● **What to produce**: Every record below needs to be set down exactly. Pictures do not belong in the copy.

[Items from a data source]
########################################

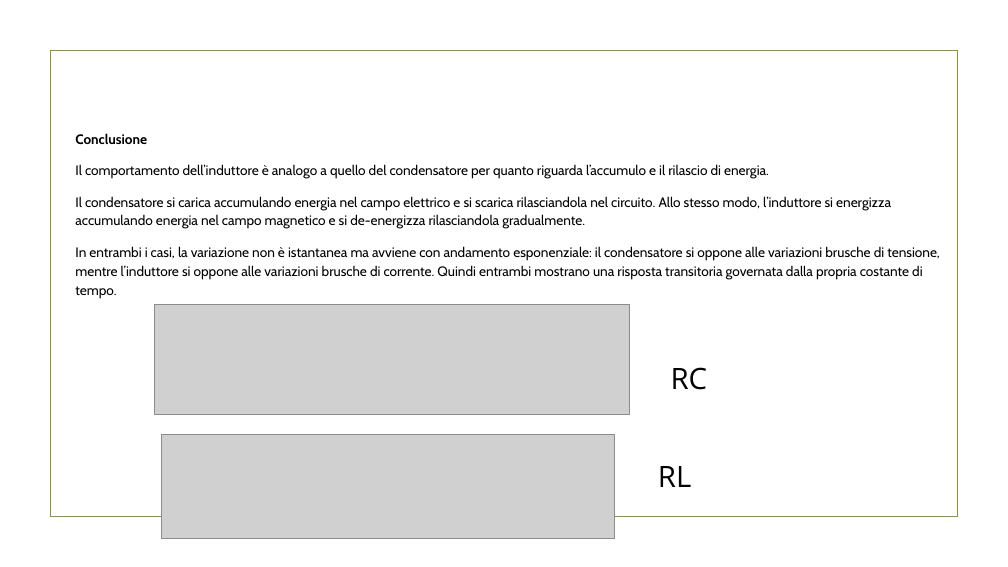
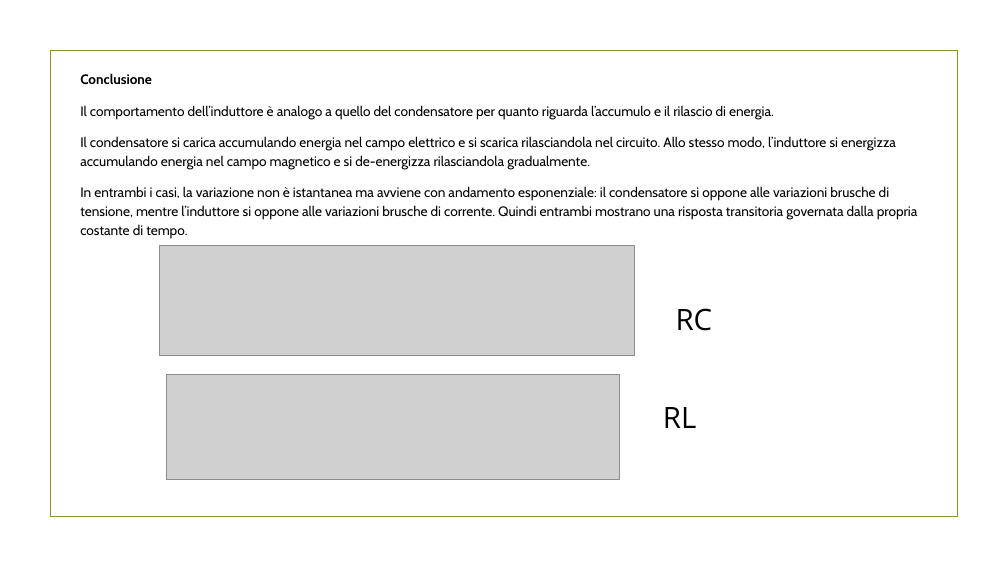
Before and after one commit to RiccardoSC2050/Progetto-sistemi-elettronici, a slide deck: slide 32 of presentazione/demoCompleta.pptx. Drawn at 1008x567 pixels with LibreOffice and Linux fonts; fonts in the diff are those of the drawing; grey boxes stand for pictures; background and template pictures are left out. Boxes give left, top, right and bottom in pixels: in the first picture for what was removed or moved away, otherwise in the second. Text is boxed around its words. In the diff, an @@ line names an element or a change of style, - is before the commit and + after.

```diff
--- a/presentazione/demoCompleta.pptx
+++ b/presentazione/demoCompleta.pptx
@@ text "Conclusione" rewrapped from (x1=75, y1=133, x2=940, y2=299) to (x1=80, y1=73, x2=918, y2=239) @@
@@ 2 pictures, 2 texts moved together from (x1=154, y1=305, x2=708, y2=539) to (x1=160, y1=245, x2=713, y2=479) @@
```
Also in this commit, not shown: 18 other slides changed, 41 slides added, 2 slides removed.
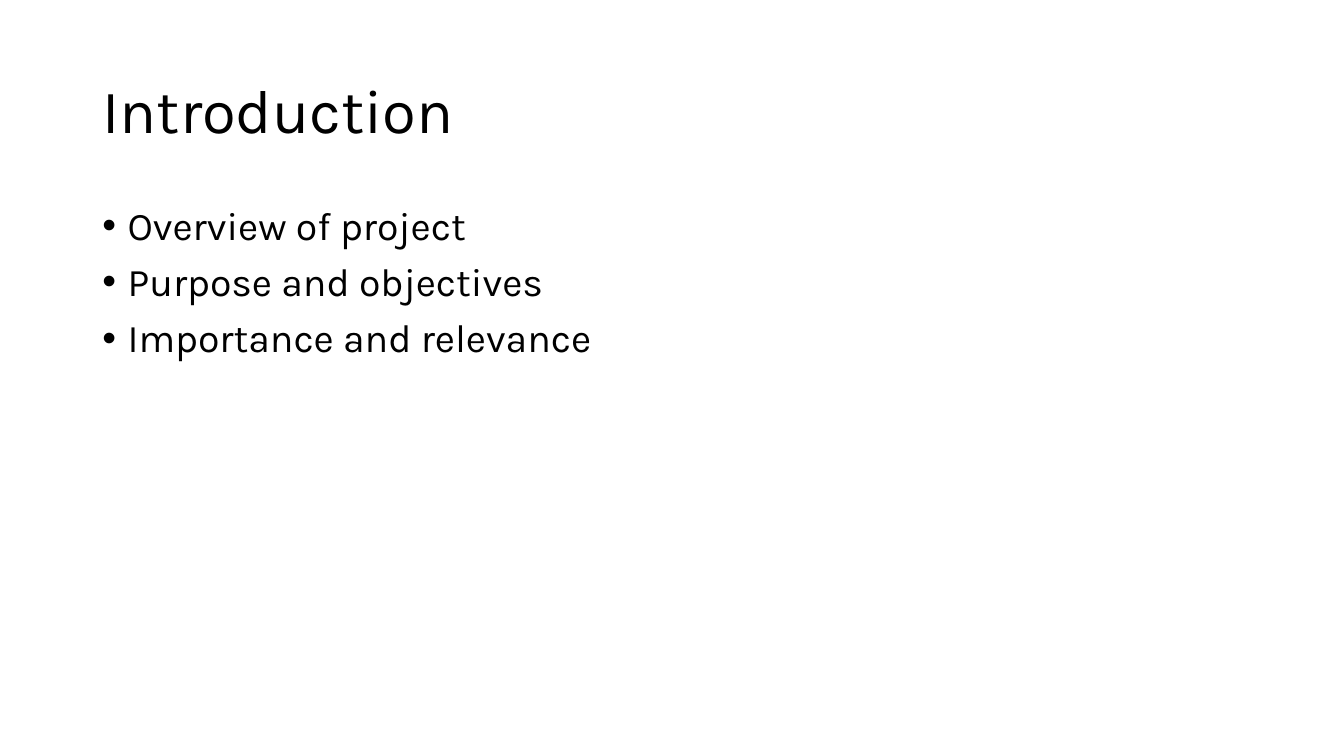
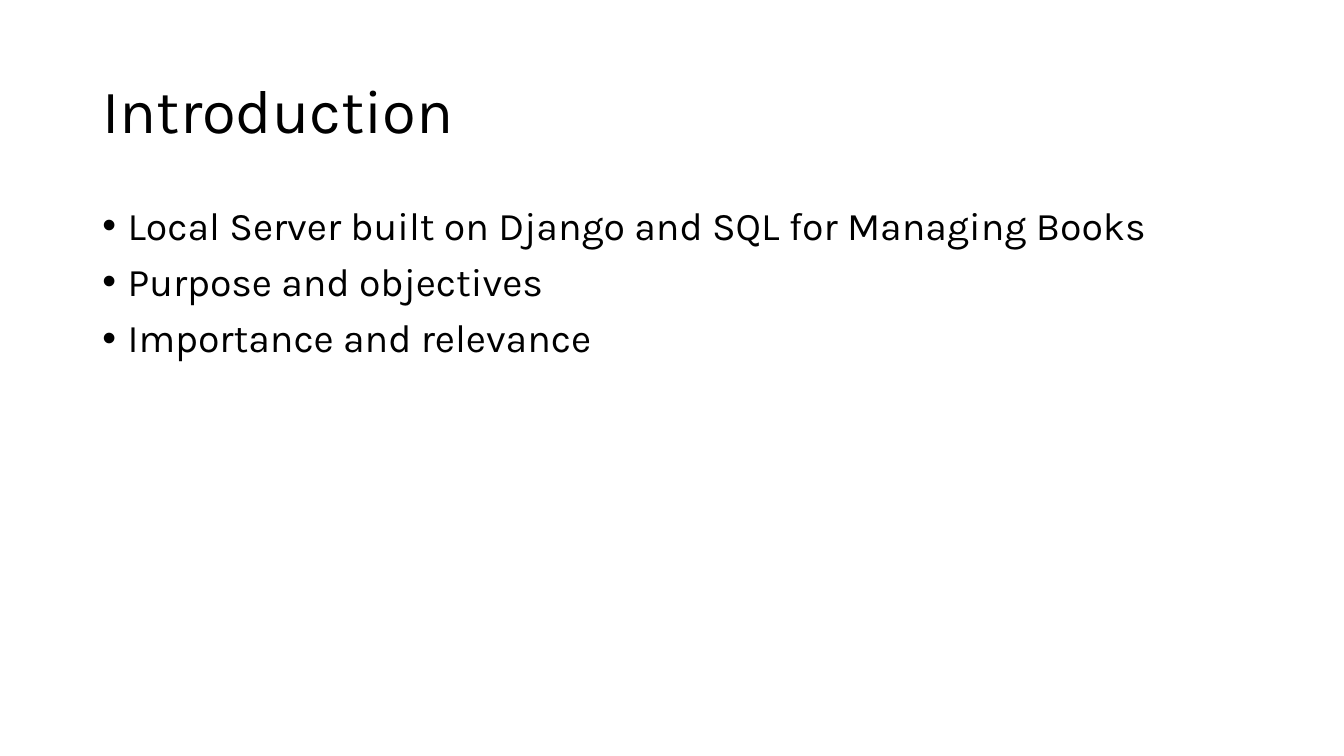
Before and after one commit to WakeTechBrandon/Bombastic-Bookstore, a slide deck: slide 2 of ProjectPresentation.pptx. Drawn at 1344x756 pixels with LibreOffice and Linux fonts; fonts in the diff are those of the drawing. Boxes give left, top, right and bottom in pixels: in the first picture for what was removed or moved away, otherwise in the second. Text is boxed around its words. In the diff, an @@ line names an element or a change of style, - is before the commit and + after.

```diff
--- a/ProjectPresentation.pptx
+++ b/ProjectPresentation.pptx
@@ text at box(128, 213, 1146, 250): text changed @@
-• Overview of project
+• Local Server built on Django and SQL for Managing Books
```
Also in this commit, not shown: 3 other slides changed.
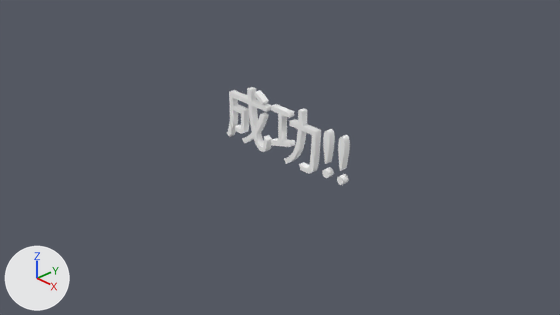
Two versions of the Blender file Resources/LevelData/ResultStage/Title/Title.blend, one commit apart.
Before and after are seen from the file's camera 'Camera'. Every picture has the same lights, and +X, +Y and +Z are marked at lower left. The picture after the commit comes second.

In view in the first picture: 'テキスト'.
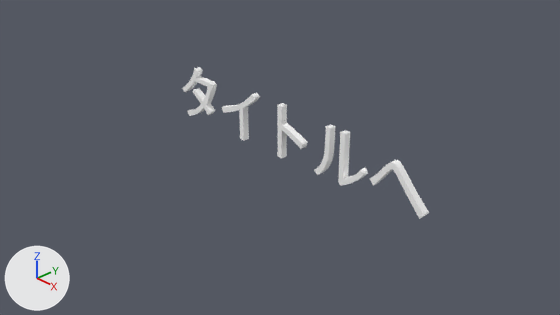
Scene script edits in JSON lines:
```json
{"op": "set", "path": "txt_テキスト.body", "old": "'成功!!'", "new": "'タイトルへ'"}
{"op": "set", "path": "ob_テキスト.location", "old": "(-1.17, 0.0, 0.0)", "new": "(-2.324, 0.0, 0.0)"}
```

What differs and where, as boxes [x1, y1, x2, y2] in the pictures (560 x 315 px):
```json
{"object": "テキスト", "change": "text changed, moved", "before": [227, 87, 350, 185], "after": [182, 67, 429, 218]}
```

########################################

● **Task response**:
Before and after one commit to RiccardoSC2050/Progetto-sistemi-elettronici, a slide deck: slide 32 of presentazione/demoCompleta.pptx. Drawn at 1008x567 pixels with LibreOffice and Linux fonts; fonts in the diff are those of the drawing; grey boxes stand for pictures; background and template pictures are left out. Boxes give left, top, right and bottom in pixels: in the first picture for what was removed or moved away, otherwise in the second. Text is boxed around its words. In the diff, an @@ line names an element or a change of style, - is before the commit and + after.

```diff
--- a/presentazione/demoCompleta.pptx
+++ b/presentazione/demoCompleta.pptx
@@ text "Conclusione" rewrapped from (x1=75, y1=133, x2=940, y2=299) to (x1=80, y1=73, x2=918, y2=239) @@
@@ 2 pictures, 2 texts moved together from (x1=154, y1=305, x2=708, y2=539) to (x1=160, y1=245, x2=713, y2=479) @@
```
Also in this commit, not shown: 18 other slides changed, 41 slides added, 2 slides removed.
Before and after one commit to WakeTechBrandon/Bombastic-Bookstore, a slide deck: slide 2 of ProjectPresentation.pptx. Drawn at 1344x756 pixels with LibreOffice and Linux fonts; fonts in the diff are those of the drawing. Boxes give left, top, right and bottom in pixels: in the first picture for what was removed or moved away, otherwise in the second. Text is boxed around its words. In the diff, an @@ line names an element or a change of style, - is before the commit and + after.

```diff
--- a/ProjectPresentation.pptx
+++ b/ProjectPresentation.pptx
@@ text at box(128, 213, 1146, 250): text changed @@
-• Overview of project
+• Local Server built on Django and SQL for Managing Books
```
Also in this commit, not shown: 3 other slides changed.
Two versions of the Blender file Resources/LevelData/ResultStage/Title/Title.blend, one commit apart.
Before and after are seen from the file's camera 'Camera'. Every picture has the same lights, and +X, +Y and +Z are marked at lower left. The picture after the commit comes second.

In view in the first picture: 'テキスト'.
Scene script edits in JSON lines:
```json
{"op": "set", "path": "txt_テキスト.body", "old": "'成功!!'", "new": "'タイトルへ'"}
{"op": "set", "path": "ob_テキスト.location", "old": "(-1.17, 0.0, 0.0)", "new": "(-2.324, 0.0, 0.0)"}
```

What differs and where, as boxes [x1, y1, x2, y2] in the pictures (560 x 315 px):
```json
{"object": "テキスト", "change": "text changed, moved", "before": [227, 87, 350, 185], "after": [182, 67, 429, 218]}
```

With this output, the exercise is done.